Three days later, the crew of the Benevolence still wasn’t dead.
Nyx reviewed the data Mirelle forwarded her, although it didn’t make any sense. She had neither the hardware nor the training to understand what exactly she’d done. Mirelle told her it was simple. Sera told her it was impossible. Jianyu couldn’t tell them anything at all; Weyland still had him heavily sedated.
During the ship’s night cycle she spent hours awake in her narrow bed, staring at the ceiling, listening to the ship purring under her. Everything felt normal. Everything felt off-kilter, like the whole universe was spinning around a new axis. When she closed her eyes she saw Earth’s atmosphere blossoming with white-hot fire. When she slept she dreamed of the ship slipping sideways through time and space, hopelessly off course, until it slid through a final terrible fold and she woke up sweating.
Nyx convened a meeting in Weyland’s lab, just the ship’s crew, all of them huddled around Jianyu’s unconscious body like he’d have something to contribute to the conversation. She tried to project calm, her hands clasped behind her back, nails digging into her wrist. “I don’t understand how it works, but it’s working,” she said. “I’ll consider that a win.”
“We’re all going to die,” Sera said. She was high on something, Nyx was pretty sure. Her eyes were red and she couldn’t stop picking at the fabric of her vest.

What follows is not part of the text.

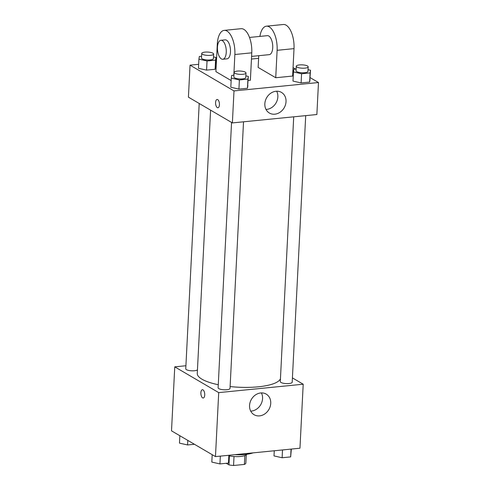 <?xml version="1.0" encoding="UTF-8"?>
<svg xmlns="http://www.w3.org/2000/svg" width="490" height="490" viewBox="0 0 490 490"><rect width="100%" height="100%" fill="white"/><g stroke="black" fill="none" stroke-linecap="round" stroke-linejoin="round"><path stroke-width="0.73" d="M244.841 455.596L244.394 464.422L233.559 465.5A11.325 3.173 2.9 0 1 228.953 464.875L226.245 463.295M244.394 464.422A11.325 3.173 2.9 0 0 245.845 463.197L246.268 454.879M246.819 454.279A11.919 3.338 -177.1 0 1 229.124 455.865M234.012 456.521L233.559 465.5M229.406 455.921L228.953 464.875M234.973 454.671A21.456 6.009 2.9 0 0 252.993 452.882M292.42 377.9L303.206 384.221L299.96 448.215L215.471 456.607L171.512 430.845L174.758 366.851L185.918 365.742M210.602 110.158L197.268 373.423A41.766 11.693 2.9 0 0 218.271 384.73M230.11 386.561A41.766 11.693 2.9 0 0 280.439 378.758M303.206 384.221L218.712 392.613L174.758 366.851M231.556 122.439L218.111 387.804A5.96 1.666 2.9 0 0 223.979 389.771A5.96 1.666 2.9 0 0 230.018 388.405L243.524 121.808M199.203 103.476L185.759 368.841A5.96 1.666 2.9 0 0 190.867 370.759A5.96 1.666 2.9 0 0 197.452 369.852M305.705 115.634L292.199 382.231A5.96 1.666 -177.1 0 1 287.624 383.615A5.96 1.666 -177.1 0 1 280.966 382.451A5.96 1.666 -177.1 0 1 280.298 381.624L293.712 116.822M218.712 392.613L215.471 456.607M270.743 403.362A11.956 10.106 -59.6 0 1 264.808 413.909A11.956 10.106 -59.6 0 1 254.102 414.73A11.956 10.106 -59.6 0 1 251.431 399.307A11.956 10.106 -59.6 0 1 266.193 394.101A11.956 10.106 -59.6 0 1 270.743 403.362M203.221 398.021A4.171 1.899 84.3 0 1 202.609 397.874A4.171 1.899 84.3 0 1 200.875 393.397A4.171 1.899 84.3 0 1 202.395 389.721A4.171 1.899 84.3 0 1 204.698 393.684A4.171 1.899 84.3 0 1 203.221 398.021A4.171 1.899 84.3 0 1 202.603 397.874A4.171 1.899 84.3 0 1 200.882 393.397A4.171 1.899 84.3 0 1 202.395 389.721M261.403 392.907A11.956 10.106 -59.6 0 1 262.567 398.572A11.956 10.106 -59.6 0 1 250.721 411.128M310.158 77.647L318.488 82.528L316.865 114.525L232.376 122.917L188.417 97.155L190.04 65.158L198.658 64.3M291.342 449.073L290.656 456.894L282.124 457.746L274.008 455.914L274.265 450.769M291.054 449.097L290.656 456.894M282.516 449.949L282.124 457.746M229.155 455.247L228.475 463.075L219.936 463.92L211.821 462.088L212.195 454.689M228.867 455.277L228.475 463.075M220.335 456.129L219.936 463.92M194.432 444.277L187.584 444.957L179.469 443.125L179.842 435.726M187.817 440.4L187.584 444.957M308.032 69.678L310.531 70.242L310.109 72.924L301.571 73.77L293.455 71.938L293.878 69.261L296.132 69.035M296.272 66.217L296.04 70.793A5.96 1.666 2.9 0 0 301.907 72.759A5.96 1.666 2.9 0 0 307.947 71.393L308.179 66.824A5.96 1.666 2.9 0 0 307.506 65.997A5.96 1.666 2.9 0 0 300.854 64.833A5.96 1.666 2.9 0 0 296.272 66.217A5.96 1.666 2.9 0 0 302.14 68.19A5.96 1.666 2.9 0 0 308.179 66.824M293.455 71.938L292.996 81.083L301.111 82.914L292.996 81.083M310.531 70.242L309.643 82.063L301.111 82.914L301.571 73.77M310.109 72.924L309.643 82.063L301.111 82.914M245.851 75.858L248.344 76.422L247.928 79.098L239.389 79.95L231.274 78.118L231.696 75.442L233.944 75.215M234.091 72.398L233.859 76.967A5.96 1.666 2.9 0 0 239.726 78.933A5.96 1.666 2.9 0 0 245.76 77.573L245.992 72.998A5.96 1.666 2.9 0 0 245.325 72.171A5.96 1.666 2.9 0 0 238.667 71.007A5.96 1.666 2.9 0 0 234.091 72.398A5.96 1.666 2.9 0 0 239.959 74.364A5.96 1.666 2.9 0 0 245.992 72.998M231.274 78.118L230.808 87.257L238.924 89.088L230.808 87.257M248.344 76.422L247.462 88.243L238.924 89.088L239.389 79.95M247.928 79.098L247.462 88.243L238.924 89.088M213.493 56.895L215.992 57.459L215.569 60.135L207.037 60.987L198.922 59.155L199.344 56.479L201.592 56.252M201.739 53.434L201.506 58.004A5.96 1.666 2.9 0 0 207.374 59.976A5.96 1.666 2.9 0 0 213.407 58.61L213.64 54.035A5.96 1.666 2.9 0 0 212.966 53.214A5.96 1.666 2.9 0 0 206.315 52.044A5.96 1.666 2.9 0 0 201.739 53.434A5.96 1.666 2.9 0 0 207.607 55.401A5.96 1.666 2.9 0 0 213.64 54.035M198.922 59.155L198.456 68.3L206.572 70.125L198.456 68.3M215.992 57.459L215.11 69.28L206.572 70.125L207.037 60.987M215.569 60.135L215.11 69.28L206.572 70.125M293.051 67.62L295.568 69.096M264.839 103.776A11.956 10.106 -59.6 0 1 270.768 93.229A11.956 10.106 -59.6 0 1 281.481 92.408A11.956 10.106 -59.6 0 1 284.151 107.831A11.956 10.106 -59.6 0 1 269.384 113.037A11.956 10.106 -59.6 0 1 264.839 103.776M318.488 82.528L234 90.919L232.376 122.917L188.417 97.155M316.865 114.525L232.376 122.917M266.003 109.442A11.956 10.106 120.4 0 0 275.974 103.041A11.956 10.106 120.4 0 0 276.685 91.213M219.434 104.75A4.171 1.899 84.3 0 1 217.921 107.776A4.171 1.899 84.3 0 1 215.625 103.813A4.171 1.899 84.3 0 1 217.101 99.476A4.171 1.899 84.3 0 1 219.434 104.75M234 90.919L190.04 65.158M217.101 99.476A4.171 1.899 -95.7 0 0 215.625 103.813A4.171 1.899 -95.7 0 0 217.928 107.776M215.735 62.604L216.36 62.542M251.456 59.057L258.604 58.347M215.533 66.603L215.11 69.28M247.885 85.566L247.462 88.243M310.066 79.386L309.643 82.063M248.142 80.476L250.378 80.256L251.768 52.828A19.073 8.679 -95.7 0 0 241.092 28.696L224.193 30.374A19.073 8.679 -95.7 0 0 217.291 44.198L215.9 71.626L231.151 80.562M258.738 55.689L258.144 67.43L275.729 77.732L292.628 76.054L294.012 48.633A19.073 8.679 -95.7 0 0 283.336 24.5L266.438 26.178A19.073 8.679 84.3 0 1 277.12 50.311L294.012 48.633M251.591 56.399L269.267 54.647A9.537 4.343 -95.7 0 0 272.74 46.244A9.537 4.343 -95.7 0 0 268.79 36.015A9.537 4.343 -95.7 0 0 267.381 35.666L249.514 37.442M275.729 77.732L277.12 50.311M259.902 36.413A19.073 8.679 84.3 0 1 266.438 26.178M222.797 59.259L227.023 58.843A9.537 4.343 -95.7 0 0 230.398 48.926A9.537 4.343 -95.7 0 0 225.137 39.861L220.917 40.284A9.537 4.343 84.3 0 1 226.172 49.343A9.537 4.343 84.3 0 1 222.797 59.259A9.537 4.343 84.3 0 1 221.394 58.916A9.537 4.343 84.3 0 1 217.444 48.688A9.537 4.343 84.3 0 1 220.917 40.284M233.822 75.227L234.869 54.506A19.073 8.679 -95.7 0 0 224.193 30.374M234.869 54.506L251.768 52.828"/></g></svg>
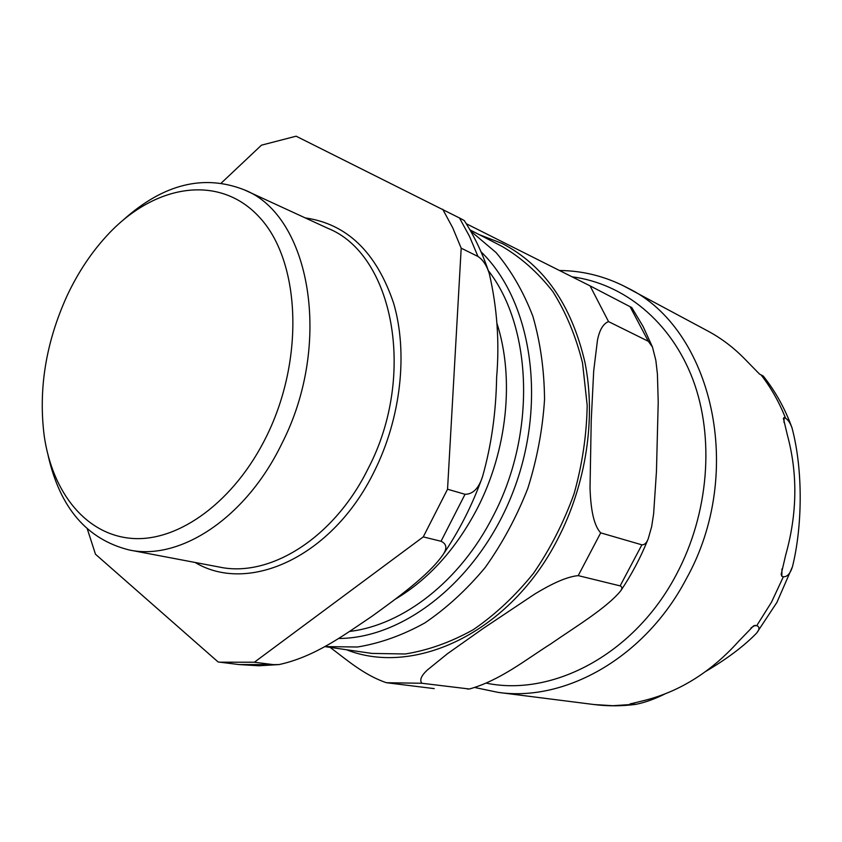 <?xml version="1.0" encoding="UTF-8"?>
<svg xmlns="http://www.w3.org/2000/svg" width="842" height="842" viewBox="0 0 842 842"><rect width="100%" height="100%" fill="white"/><g stroke="black" fill="none" stroke-linecap="round" stroke-linejoin="round"><path stroke-width="1.26" d="M792.038 427.904C785.07 408.696 775.471 391.425 763.262 376.058L759.547 374.101L744.486 358.703C733.414 347.42 721.236 338.21 707.933 331.074L622.785 285.47M784.081 417.548L785.597 418.274C788.101 419.769 790.249 422.979 792.027 427.904C803.468 471.12 802.194 527.481 792.48 566.645C790.28 573.612 787.249 576.981 783.376 576.749L781.839 576.286L781.176 574.36L785.702 554.983C797.3 513.673 797.848 473.657 787.344 434.925L783.397 418.369L784.081 417.548L784.018 422.484M665.201 693.819C654.865 698.986 645.067 702.502 635.826 704.354L629.995 703.986L644.635 700.397C680.062 691.419 711.532 671.59 739.013 640.909L753.685 625.774L756.758 625.659C759.726 626.858 759.694 629.332 756.653 633.058C744.233 645.909 727.33 658.654 705.954 671.295M466.257 223.709L590.063 285.859L608.524 321.602C603.188 323.717 599.493 329.938 597.462 340.242L593.694 370.943L591.231 420.516L590.021 488.371C590.674 504.474 592.494 524.019 600.693 532.86L578.222 575.623C564.772 576.875 547.963 586.095 534.88 593.957L483.35 628.342L447.523 653.666L427.315 670.032C421.168 675.8 419.358 680.21 421.895 683.262L386.478 682.725C364.312 675.379 345.852 659.097 330.096 647.361M590.063 285.859L631.753 307.562L643.088 326.464L652.476 347.051M600.693 532.86L641.878 544.827C644.54 544.953 646.656 542.932 648.224 538.764L651.645 526.682L653.624 513.873L656.444 471.583L658.223 402.055L657.413 374.069L655.844 360.344L652.466 347.051L648.361 341.315L608.524 321.602M421.895 683.262L469.383 689.009C500.159 680.41 525.661 659.718 551.036 643.73C574.286 627.532 606.198 608.45 620.617 590.979C622.396 588.453 622.238 586.758 620.133 585.885L578.222 575.623M469.973 229.887L502.106 246.422C521.145 257.578 538.049 272.629 552.826 291.564C566.013 312.529 575.917 336.326 582.538 362.976L587.179 405.286C586.685 434.83 582.317 464.31 574.086 493.728C563.73 522.472 550.184 549.016 533.449 573.37C515.23 595.904 495.18 614.671 473.299 629.669C450.838 642.204 428.157 650.308 405.244 653.981L371.996 653.424L324.728 646.593L357.44 647.003C380.005 643.33 402.434 635.331 424.726 622.996C446.513 608.24 466.668 589.747 485.192 567.497C502.348 543.427 516.556 517.072 527.808 488.423C537.07 459.006 542.648 429.325 544.542 399.382C544.258 369.901 540.353 342.178 532.849 316.203C523.429 291.753 511.178 270.545 496.085 252.579L470.604 231.003M266.482 436.377C234.592 501.369 179.157 541.574 132.815 538.48C86.337 535.375 52.499 492.928 44.247 436.156C38.248 389.372 45.826 342.652 66.981 295.974C78.253 271.892 92.294 251 109.102 233.297C155.907 183.935 220.446 173.578 260.262 218.141C300.32 262.104 304.709 359.176 266.482 436.377M477.972 256.473C482.929 259.725 486.687 265.409 489.276 273.513C497.159 307.719 499.611 342.368 496.622 377.469C496.033 412.433 491.36 445.407 482.603 476.404C478.824 488.297 472.972 494.265 465.037 494.296L447.544 489.223L461.195 248.169L477.972 256.473L469.51 236.37L459.49 217.983L296.121 136.194L261.462 145.171L221.309 183.019M441.04 541.259C446.965 544.037 447.397 548.837 442.345 555.625C427.862 575.896 397.15 598.041 372.259 616.081C344.631 634.605 315.361 656.665 279.07 664.57L273.334 664.622L254.368 662.233L423.263 536.891L441.04 541.259L465.037 494.296M489.276 273.513C482.929 254.168 474.583 236.497 464.226 220.509L459.49 217.983M87.326 528.986L95.483 554.236L218.12 661.97L238.928 664.548L273.334 664.622M254.368 662.233L219.836 662.191M442.713 209.258L452.743 227.845L461.195 248.169M447.544 489.223L423.263 536.891M496.938 323.349C514.673 378.026 507.347 450.586 477.067 508.905C455.785 549.321 428.536 579.412 395.308 599.188M488.286 270.556C532.597 327.401 536.407 434.325 492.886 516.578C459.921 581.348 402.929 625.132 349.714 631.416M123.49 219.773C163.548 183.956 203.827 173.989 244.338 189.86C310.098 215.384 333.369 343.399 281.775 443.755C245.832 518.198 179.851 560.961 129.215 549.973C87.01 539.406 59.982 507.926 48.131 455.511M781.944 568.96L781.839 576.286M755.179 625.28L750.969 627.943M631.468 703.48L630.3 704.217M785.597 418.274C779.229 402.223 771.051 387.762 761.073 374.89M756.758 625.659L771.514 602.156L783.376 576.749M635.815 704.365C621.743 706.217 607.829 706.28 594.063 704.543L612.871 705.712L632.026 704.449M572.413 276.871C623.754 283.691 670.758 321.16 692.871 379.447C714.774 437.735 708.88 513.599 676.379 574.497C634.826 653.897 553.047 696.934 486.518 683.188M475.414 687.651L498.106 692.377C565.15 702.154 644.835 657.739 686.083 579.233C746.401 471.804 711.9 328.212 627.427 287.848C605.977 276.534 583.422 270.756 559.741 270.493M346.42 649.729C414.664 676.894 510.168 632.521 557.762 539.027C586.232 484.255 596.157 418.085 584.927 362.302C571.529 304.867 543.964 265.262 502.232 243.506L479.13 234.602M630.069 306.656L648.361 341.315M641.878 544.827L620.133 585.885M467.373 689.009L469.383 689.009M481.014 251.8C531.091 300.026 547.395 399.95 514.273 488.655C481.403 577.475 405.707 638.457 338.558 638.478M305.246 217.91C347.03 223.898 376.5 252.379 393.667 303.362C408.17 352.956 400.96 418.137 374.195 471.562C332.506 556.994 248.495 594.61 195.102 562.467M244.338 189.86L327.822 228.308C392.919 253.937 417.253 374.922 368.122 468.626C333.948 538.196 269.766 577.886 219.52 567.087L129.215 549.973M792.48 566.645L776.903 602.419L756.653 633.058M594.063 704.543L498.106 692.377M386.478 682.715L434.23 688.619M648.224 538.764C640.762 557.341 631.563 574.739 620.617 590.979M482.624 476.404C472.415 504.99 458.985 531.407 442.366 555.646M279.028 664.58L258.799 665.769L238.928 664.548"/></g></svg>

She’d tried to wash it but the stains down the front were still there, dark blotches on the olive green fabric.
Mirelle rolled her eyes and said, “We’re not going to die.”
“What I don’t understand is how Buddy found us so quickly,” Nyx cut in. “How did he get the news about his daughter and get to the station so fast?”
“Simple,” Mirelle repeated. She held her hands in the air, parallel with her palms flat and facing inwards. Then she brought her hands together. It looked like she was trying to explain a concept visually. Nyx had no clue what she meant by it. Sera shook her head and started rubbing the knuckles of her left fist over her jaw, running them back and forth over her old scars.
Weyland was watching the argument with his usual neutral expression. Nyx wondered if he was worried about the possibility of them all ending up inside a star, or getting reduced to their component atoms, or whatever it was that happened when navigators fucked up. Maybe he just didn’t understand what the hell was going on. “How’s Jianyu doing?” Nyx asked him.
“His neural activity is stabilizing,” Weyland said. “I may be able to wake him up in two more days.”
“Well, that’s some good news,” Nyx said.
On the fourth day, they dropped back into the customary flow of space and time at exactly the planet they’d been planning to stop by. Nyx made Sera wait an extra day, then told Weyland to give her a drug test before she’d allow her pilot to take the Benevolence down into the atmosphere. It was a smooth ride by Sera’s standards, easing on down through the atmospheric friction instead of blazing through with the chemical thrusters firing on full power. Their passengers disembarked. They looked glad to get the hell off the Benevolence.
They returned to low orbit, catching up on the most recent news they could get from Earth. The planet’s atmosphere was still a mess in the news feeds, with so much debris kicked up that the whole globe was shrouded in thick cloud cover. Nyx wished there was a way to get to the Sol system faster. She remembered Mirelle saying simple and bringing her hands together. She didn’t ask Mirelle if it was possible, but she thought about it for a long time.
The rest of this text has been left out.